Die Bedeutung von Autorität auf der spirituellen Reise
von Reshad Feild
Erst als ich mich hinsetzte, um diesen Artikel für das advaitaJournal zu schreiben, bemerkte ich, wie weit dieses Thema ist und wie sehr es mißverstanden wird. Tatsächlich frage ich mich, nachdem ich diese kurzen Notizen abgeschlossen habe, ob ich vielleicht ein ganzes Buch schreiben sollte, das der inneren Bedeutung von Autorität auf dem Pfad gewidmet ist. Ich schreibe diesen Artikel mehr als eine Herausforderung, denn als hochfliegende intellektuelle Erklärungen anzustreben, die eine ganze Kosmologie über den Sinn des Lebens auf der Erde beinhalten müßte. „Ich war ein verborgener Schatz und Ich sehnte Mich danach, erkannt zu werden, also erschuf Ich die Welt“ (Hadith des Propheten Mohammed).
Wenn der Schüler bereit ist...
Wir alle haben die Redensart gehört: „Wenn der Schüler bereit ist, wird der Meister kommen.“, aber ich frage mich, wie viele von uns tatsächlich tief hinter die Bedeutung dieser Worte geschaut haben, und besonders hinter das Wort „bereit“. Was bedeutet es? Was bedeutet es, bereit zu sein? Bereit wozu?

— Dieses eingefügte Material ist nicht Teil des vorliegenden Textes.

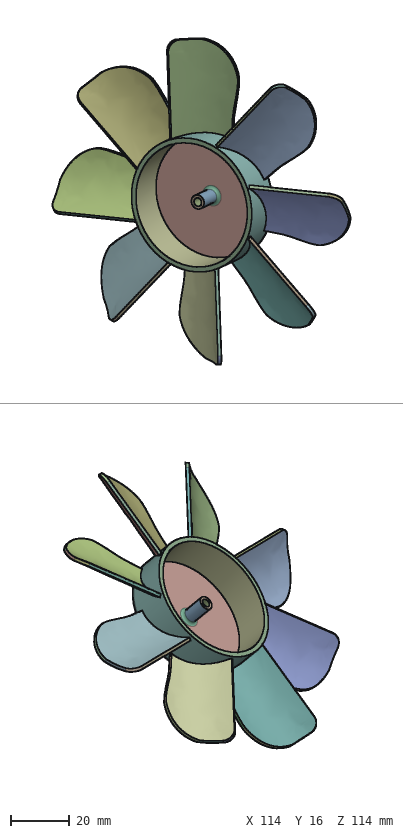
import cadquery as cq
import math

HUB_DIAMETER = 47.5
BORE_DIAMETER = 44.0
HUB_DEPTH = 16.0
WALL = (HUB_DIAMETER - BORE_DIAMETER) / 2
FLOOR_Y = HUB_DEPTH - WALL
BACK_FILLET = 1.5

PIN_DIAMETER = 5.0
PIN_HOLE_DIAMETER = 3.0
PIN_TIP_Y = 4.3
PIN_ROOT_FILLET = 1.1

BLADE_COUNT = 8
BLADE_THICKNESS = 1.3
TIP_RADIUS = 57.0
BLADE_START = 18.2
CREST_X = 11.5
CREST_Y = 13.2
STRAIGHT_EDGE_Y = 1.8
STRAIGHT_EDGE_ROOT_X = -9.5
STRAIGHT_EDGE_TIP_X = -11.0
TIP_CORNER = 4.0
TIP_ROUND_START_X = -0.8
TIP_ROUND_MIDDLE = (7.5, 52.0)
WIDEST_Z = 43.7
WAIST = (9.9, 32.5)
CURVED_EDGE_ROOT_X = 9.1


def along_y(diameter, start, end):
    """Cylinder on the Y axis between two Y positions."""
    plane = cq.Workplane("XZ", origin=(0, start, 0))
    return plane.circle(diameter / 2).extrude(start - end)


def make_hub():
    shell = along_y(HUB_DIAMETER, 0, HUB_DEPTH).faces(">Y").edges().fillet(BACK_FILLET)
    return shell.cut(along_y(BORE_DIAMETER, 0, FLOOR_Y))


def add_pin(hub):
    body = hub.union(along_y(PIN_DIAMETER, PIN_TIP_Y, FLOOR_Y + WALL / 2))
    root = cq.selectors.BoxSelector(
        (-PIN_DIAMETER, FLOOR_Y - WALL / 4, -PIN_DIAMETER),
        (PIN_DIAMETER, FLOOR_Y + WALL / 4, PIN_DIAMETER),
        boundingbox=True,
    )
    body = body.edges(root).fillet(PIN_ROOT_FILLET)
    return body.cut(along_y(PIN_HOLE_DIAMETER, PIN_TIP_Y, FLOOR_Y))


def blade_outline():
    """Blade shape in the XZ plane, extruded through the whole hub depth."""
    outer_x = STRAIGHT_EDGE_TIP_X - BLADE_THICKNESS
    return (
        cq.Workplane("XZ")
        .moveTo(outer_x, BLADE_START)
        .lineTo(outer_x, TIP_RADIUS)
        .lineTo(TIP_ROUND_START_X, TIP_RADIUS)
        .threePointArc(TIP_ROUND_MIDDLE, (CREST_X, WIDEST_Z))
        .spline(
            [WAIST, (CURVED_EDGE_ROOT_X, BLADE_START)],
            tangents=[(0, -1), (0, -1)],
            includeCurrent=True,
        )
        .close()
        .extrude(-HUB_DEPTH)
    )


def camber_section(z, straight_edge_x):
    """Arched cross-section at height z, from the straight edge to the crest."""
    width = CREST_X - straight_edge_x
    rise = CREST_Y - STRAIGHT_EDGE_Y
    back_radius = (width**2 + rise**2) / (2 * rise)
    front_radius = back_radius - BLADE_THICKNESS
    center_y = CREST_Y - back_radius
    sweep = math.asin(width / back_radius)

    def point(radius, angle):
        return cq.Vector(CREST_X - radius * math.sin(angle), center_y + radius * math.cos(angle), z)

    back_edge, back_middle, back_crest = [point(back_radius, a) for a in (sweep, sweep / 2, 0)]
    front_edge, front_middle, front_crest = [point(front_radius, a) for a in (sweep, sweep / 2, 0)]
    return cq.Wire.assembleEdges([
        cq.Edge.makeThreePointArc(back_edge, back_middle, back_crest),
        cq.Edge.makeLine(back_crest, front_crest),
        cq.Edge.makeThreePointArc(front_crest, front_middle, front_edge),
        cq.Edge.makeLine(front_edge, back_edge),
    ])


def make_blade():
    """Loft the arched sheet from root to tip, round its tip corner and trim it to the outline."""
    root = camber_section(BLADE_START, STRAIGHT_EDGE_ROOT_X)
    tip = camber_section(TIP_RADIUS, STRAIGHT_EDGE_TIP_X)
    sheet = cq.Workplane(cq.Solid.makeLoft([root, tip], True))
    sheet = sheet.faces(">Z").edges("<X").fillet(TIP_CORNER)
    return sheet.intersect(blade_outline()).cut(along_y(BORE_DIAMETER, 0, HUB_DEPTH))


result = add_pin(make_hub())
blade = make_blade()
for index in range(BLADE_COUNT):
    angle = index * 360 / BLADE_COUNT
    result = result.union(blade.rotate((0, 0, 0), (0, 1, 0), angle))

Wie viele Menschen fragen sich auf ihrer spirituellen Reise, ob sie zum Beispiel bereit sind, dem Lehrer oder Meister von Nutzen zu sein? Oder nehmen sie einfach an, daß diese fortgeschrittenen spirituellen Wesen nur darauf warten, daß irgendjemand an ihrer Türe anklopfen könnte. Sind sie genug vorbereitet, mit erweckter Intelligenz und mit richtigem Motiv und richtiger Absicht, buchstäblich alles hinter sich zu lassen, wenn sie darum gebeten werden, den großen Schritt ins Unbekannte zu wagen – den gefährlichsten Schritt ihres ganzen Lebens? Ich frage mich, wie viele darüber nachgedacht haben. Vielleicht wissen sie noch nicht, was zuerst geopfert werden müßte, um einem wirklichen Lehrer zu begegnen, einem „kosmischen Apparat zur Transformation subtiler Energie“, wie G.I. Gurdjieff diese seltsamen, oft nicht erkennbaren Menschen genannt hat, denen, beinahe immer von ihren eigenen Lehrern, die schwierige Aufgabe übertragen wurde, in der Funktion eines Lehrers zu handeln, dessen einzige wirkliche Aufgabe es ist, in der Wahrheit und um der Wahrheit willen zu leben und folglich fähig zu sein zu helfen, den „Verborgenen Schatz“ innerhalb des Herzens eines wahren Suchers zu enthüllen.
... wird der Lehrer kommen
Ich kann nur aus persönlicher Erfahrung sprechen; und jede und jeder von euch, die mein erstes Buch „Ich ging den Weg des Derwisch“ gelesen hat, das über eine Zeit geschrieben wurde, die ich in den späten Sechzigern und frühen Siebzigern bei meinem Lehrer verbrachte, wird wissen, daß ich mich tatsächlich vollständig der Autorität des Mannes unterwarf, den ich in jenem Buch „Hamid“ nannte.